It is for these reasons that I bought this 2015 book (subtitled: “How culture is driving human evolution, domesticating our species, and making us smarter”), which I’ll abbreviate as SOS. I wanted to learn more from a guy who asks useful questions and then does all he can to understand and explain the nuances to answering them.

I also want to note that I read this book after Yuval Hariri’s Sapiens, which I found to be insightful but slightly disappointing. (Others are more harsh.) I recommend Henrich’s SOS over Sapiens because it provides deeper insights and more useful ideas.
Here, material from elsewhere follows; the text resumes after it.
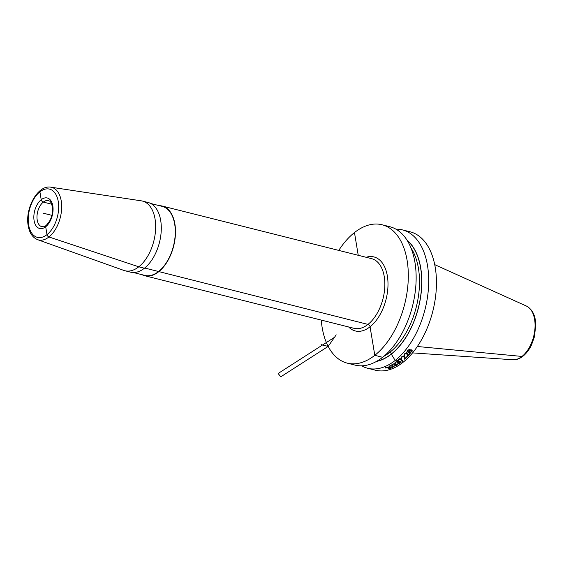 <?xml version="1.0" encoding="UTF-8"?>
<svg xmlns="http://www.w3.org/2000/svg" width="564" height="564" viewBox="0 0 564 564"><rect width="100%" height="100%" fill="white"/><g stroke="black" fill="none" stroke-linecap="round" stroke-linejoin="round"><path stroke-width="0.85" d="M361.566 365.824A71.339 41.327 -75.9 0 0 367.629 368.257L375.377 370.203A71.339 41.327 -75.9 0 0 402.922 362.391A71.339 41.327 104.1 0 0 436.289 288.669A71.339 41.327 104.1 0 0 410.148 231.825L402.407 229.879A71.339 41.327 -75.9 0 0 395.914 229.153M367.629 368.257A71.339 41.327 -75.9 0 0 395.181 360.445A71.339 41.327 -75.9 0 0 428.541 286.724A71.339 41.327 -75.9 0 0 402.407 229.879M321.247 320.084A71.339 41.327 -75.9 0 0 347.241 363.131L355.073 365.105A71.339 41.327 -75.9 0 0 382.625 357.294A71.339 41.327 -75.9 0 0 415.985 283.572A71.339 41.327 -75.9 0 0 389.851 226.721L382.018 224.754A71.339 41.327 -75.9 0 0 354.467 232.565A71.339 41.327 -75.9 0 0 338.76 250.402M347.241 363.131A71.339 41.327 -75.9 0 0 374.792 355.32A71.339 41.327 -75.9 0 0 408.153 281.598A71.339 41.327 -75.9 0 0 382.018 224.754M376.477 361.432A64.881 37.584 -75.9 0 0 391.31 354.143L395.181 360.445L402.922 362.391M406.975 240.074A64.881 37.584 104.1 0 1 420.836 295.571A64.881 37.584 104.1 0 1 391.31 354.143L391.289 354.009A1.572 1.022 -128.2 0 0 389.823 352.345L388.469 351.999M141.275 200.833A35.927 20.812 104.1 0 1 142.417 201.066A35.927 20.812 104.1 0 1 155.058 219.043A35.927 20.812 -75.9 0 1 147.803 256.014A35.927 20.812 -75.9 0 1 124.905 270.741A35.927 20.812 -75.9 0 1 123.791 270.403L37.64 239.679A27.107 15.7 -75.9 0 0 55.399 229.421A27.107 15.7 -75.9 0 0 61.229 200.918A27.107 15.7 104.1 0 0 50.83 187.185L141.275 200.833M124.905 270.741L130.545 272.158A35.927 20.812 -75.9 0 0 153.436 257.431A35.927 20.812 -75.9 0 0 160.698 220.453A35.927 20.812 -75.9 0 0 148.057 202.476L142.417 201.066M142.072 274.71A35.927 20.812 -75.9 0 0 144.744 275.726A35.927 20.812 -75.9 0 0 167.642 260.998A35.927 20.812 -75.9 0 0 174.896 224.028A35.927 20.812 -75.9 0 0 162.256 206.05A35.927 20.812 -75.9 0 0 159.415 205.684M150.729 203.498L162.171 206.375A35.588 20.614 104.1 0 1 174.692 224.183A35.588 20.614 -75.9 0 1 167.508 260.808A35.588 20.614 -75.9 0 1 144.828 275.401L133.386 272.525M391.049 368.073L388.307 367.136L386.086 367.354A71.339 41.327 104.1 0 1 385.938 367.411L385.402 367.784L385.79 368.109A71.339 41.327 -75.9 0 0 386.157 367.975L386.333 367.559A71.339 41.327 -75.9 0 0 386.629 367.446L387.933 367.291L388.145 367.827A71.339 41.327 104.1 0 1 387.849 367.939L388.222 368.038A71.339 41.327 -75.9 0 0 388.518 367.918L389.992 367.756L390.528 368.038L390.196 368.292A71.339 41.327 104.1 0 1 389.752 368.468L388.448 368.595A71.339 41.327 104.1 0 1 388.074 368.722L390.154 368.616A71.339 41.327 -75.9 0 0 390.746 368.384L391.049 368.073M389.717 367.03L392.495 367.361L394.095 366.558L393.186 365.93L390.415 365.634L388.899 366.191L389.717 367.03M397.423 364.689L394.659 363.674L392.481 364.14A71.339 41.327 104.1 0 1 392.34 364.224L391.832 364.767L392.227 365.169A71.339 41.327 -75.9 0 0 392.586 364.957L392.741 364.386A71.339 41.327 -75.9 0 0 393.023 364.21L394.49 363.949L394.532 364.591A71.339 41.327 104.1 0 1 394.25 364.767L394.631 364.866A71.339 41.327 -75.9 0 0 394.913 364.689L396.358 364.358L396.901 364.682L396.591 365.049A71.339 41.327 104.1 0 1 396.161 365.31L394.878 365.592A71.339 41.327 104.1 0 1 394.518 365.803L396.562 365.472A71.339 41.327 -75.9 0 0 397.134 365.119L397.423 364.689M390.182 366.889L389.442 366.276L390.577 365.846L393.503 366.579L392.34 367.164L390.182 366.889M400.546 362.299L398.403 362.109L397.31 361.411L395.597 362.039A71.339 41.327 104.1 0 1 395.456 362.137L394.969 362.765L395.371 363.195A71.339 41.327 -75.9 0 0 395.724 362.948L395.857 362.307A71.339 41.327 -75.9 0 0 396.139 362.102L397.409 361.721L397.648 362.483A71.339 41.327 104.1 0 1 397.373 362.687L397.747 362.786A71.339 41.327 -75.9 0 0 398.029 362.574L399.46 362.166L399.954 362.363L399.707 362.927A71.339 41.327 104.1 0 1 399.284 363.237L398.008 363.597A71.339 41.327 104.1 0 1 397.655 363.836L399.686 363.406A71.339 41.327 -75.9 0 0 400.243 362.997L400.546 362.299M400.306 358.711L399.834 358.591A71.339 41.327 104.1 0 1 397.345 360.699L397.817 360.819A71.339 41.327 -75.9 0 0 399.89 359.078L402.477 361.249A71.339 41.327 -75.9 0 0 402.893 360.904L400.306 358.711M404.346 359.092L404.818 359.212A71.339 41.327 -75.9 0 0 407.257 356.836L406.785 356.723A71.339 41.327 104.1 0 1 404.889 358.584L404.36 356.194L403.415 355.962L401.808 356.737A71.339 41.327 104.1 0 1 401.533 357.005L401.067 357.787L401.483 358.295A71.339 41.327 -75.9 0 0 401.829 357.978L401.942 357.188A71.339 41.327 -75.9 0 0 402.21 356.92L403.887 356.674L404.346 359.092M407.321 356.166L407.793 356.286A71.339 41.327 -75.9 0 0 410.19 353.642L409.718 353.522A71.339 41.327 104.1 0 1 407.857 355.595L407.293 353.008L406.348 352.768L404.762 353.656A71.339 41.327 104.1 0 1 404.494 353.945L404.043 354.812L404.466 355.355A71.339 41.327 -75.9 0 0 404.797 355.003L404.903 354.143A71.339 41.327 -75.9 0 0 405.163 353.847L406.397 353.247L406.834 353.536L407.321 356.166M410.768 349.729L409.267 350.639A71.339 41.327 104.1 0 1 408.935 351.041L408.689 352.042L407.779 351.619L407.737 350.836A71.339 41.327 -75.9 0 0 408.132 350.35L409.217 349.835A71.339 41.327 -75.9 0 0 409.542 349.419L407.596 350.314A71.339 41.327 104.1 0 1 407.335 350.639L407.053 351.534L408.174 352.387L410.162 352.599L411.769 351.753A71.339 41.327 -75.9 0 0 412.094 351.351L412.185 350.082L410.768 349.729M410.796 350.131L411.642 350.343L411.692 351.146A71.339 41.327 104.1 0 1 411.234 351.717L409.795 352.225L409.295 351.999L409.344 351.245A71.339 41.327 -75.9 0 0 409.802 350.674L410.796 350.131M43.449 213.234L51.881 215.349M321.078 344.625L328.178 346.409L336.207 334.847M328.178 346.409L280.773 376.815L278.13 373.481L334.558 337.279M39.91 191.838L41.214 199.712A2.242 1.466 51.8 0 0 43.308 202.088L51.733 204.203L43.308 202.088A2.242 1.466 51.8 0 1 41.214 199.712L39.91 191.838A2.242 1.466 51.8 0 1 41.228 190.322A2.242 1.466 51.8 0 0 39.91 191.838M47.143 225.269A2.242 1.466 51.8 0 0 45.691 226.756L46.995 234.631A2.242 1.466 51.8 0 0 48.948 236.965L138.779 266.807L144.412 268.224M144.68 268.013L367.975 324.406A2.242 1.466 -128.2 0 1 370.069 326.782L374.792 355.32L382.625 357.294M417.353 346.493L521.989 356.441A27.84 16.13 104.1 0 1 512.902 359.754L412.545 352.895M354.467 232.565L358.232 255.295L354.467 232.565M512.902 359.754C516.405 359.924 519.768 358.732 522.976 356.187C526.423 353.424 529.293 349.609 531.584 344.759L534.468 336.652L535.8 324.406C535.384 315.304 532.254 309.185 526.395 306.041A27.84 16.13 104.1 0 1 534.912 329.073A27.84 16.13 104.1 0 1 521.989 356.441M348.63 326.965A38.169 22.109 -75.9 0 0 376.357 320.26A38.169 22.109 -75.9 0 0 387.362 276.029A38.169 22.109 104.1 0 0 366.142 257.283M144.744 275.726L354.1 328.34A35.927 20.812 -75.9 0 0 376.999 313.605A35.927 20.812 -75.9 0 0 384.253 276.635A35.927 20.812 104.1 0 0 371.613 258.657L162.256 206.05M58.261 201.559A24.865 14.403 -75.9 0 0 39.91 191.838A24.865 14.403 -75.9 0 0 28.637 224.909A24.865 14.403 -75.9 0 0 46.995 234.631A24.865 14.403 -75.9 0 0 58.261 201.559M34.094 220.609A15.714 9.102 104.1 0 1 41.214 199.712A15.714 9.102 104.1 0 1 52.812 205.853A15.714 9.102 104.1 0 1 45.691 226.756A15.714 9.102 104.1 0 1 34.094 220.609M37.203 220.002A13.473 7.804 104.1 0 1 39.924 206.135A13.473 7.804 104.1 0 1 48.511 200.615C49.71 201.63 50.316 199.726 52.374 206.671C53.016 211.26 52.212 215.857 49.956 220.468C44.683 228.624 43.527 226.333 41.94 226.742A13.473 7.804 -75.9 0 1 37.203 220.002M383.851 356.3A63.147 36.582 -75.9 0 0 389.823 352.345A63.147 36.582 104.1 0 0 411.043 248.082M407.236 240.497A64.719 37.492 104.1 0 1 420.688 295.91A64.719 37.492 104.1 0 1 391.289 354.009A64.719 37.492 -75.9 0 1 376.907 361.186M526.395 306.041L434.724 264.643M50.83 187.185C37.696 184.647 24.886 208.553 28.2 225.72C29.413 232.904 32.557 237.557 37.64 239.679"/></g></svg>

The secret, btw, is cultural evolution, i.e., how we learn, imitate and improve on ideas, not as individuals but members of a group. It’s from this source that we have language, abstractions, processes and rules-in-use (institutions) that help each generation do better than the last. (Henrich defines “culture” as “the large body of practices, techniques, heuristics, tools, motivations, values, and beliefs that we all acquire while growing up, mostly by learning from other people” Loc(ation) 239.)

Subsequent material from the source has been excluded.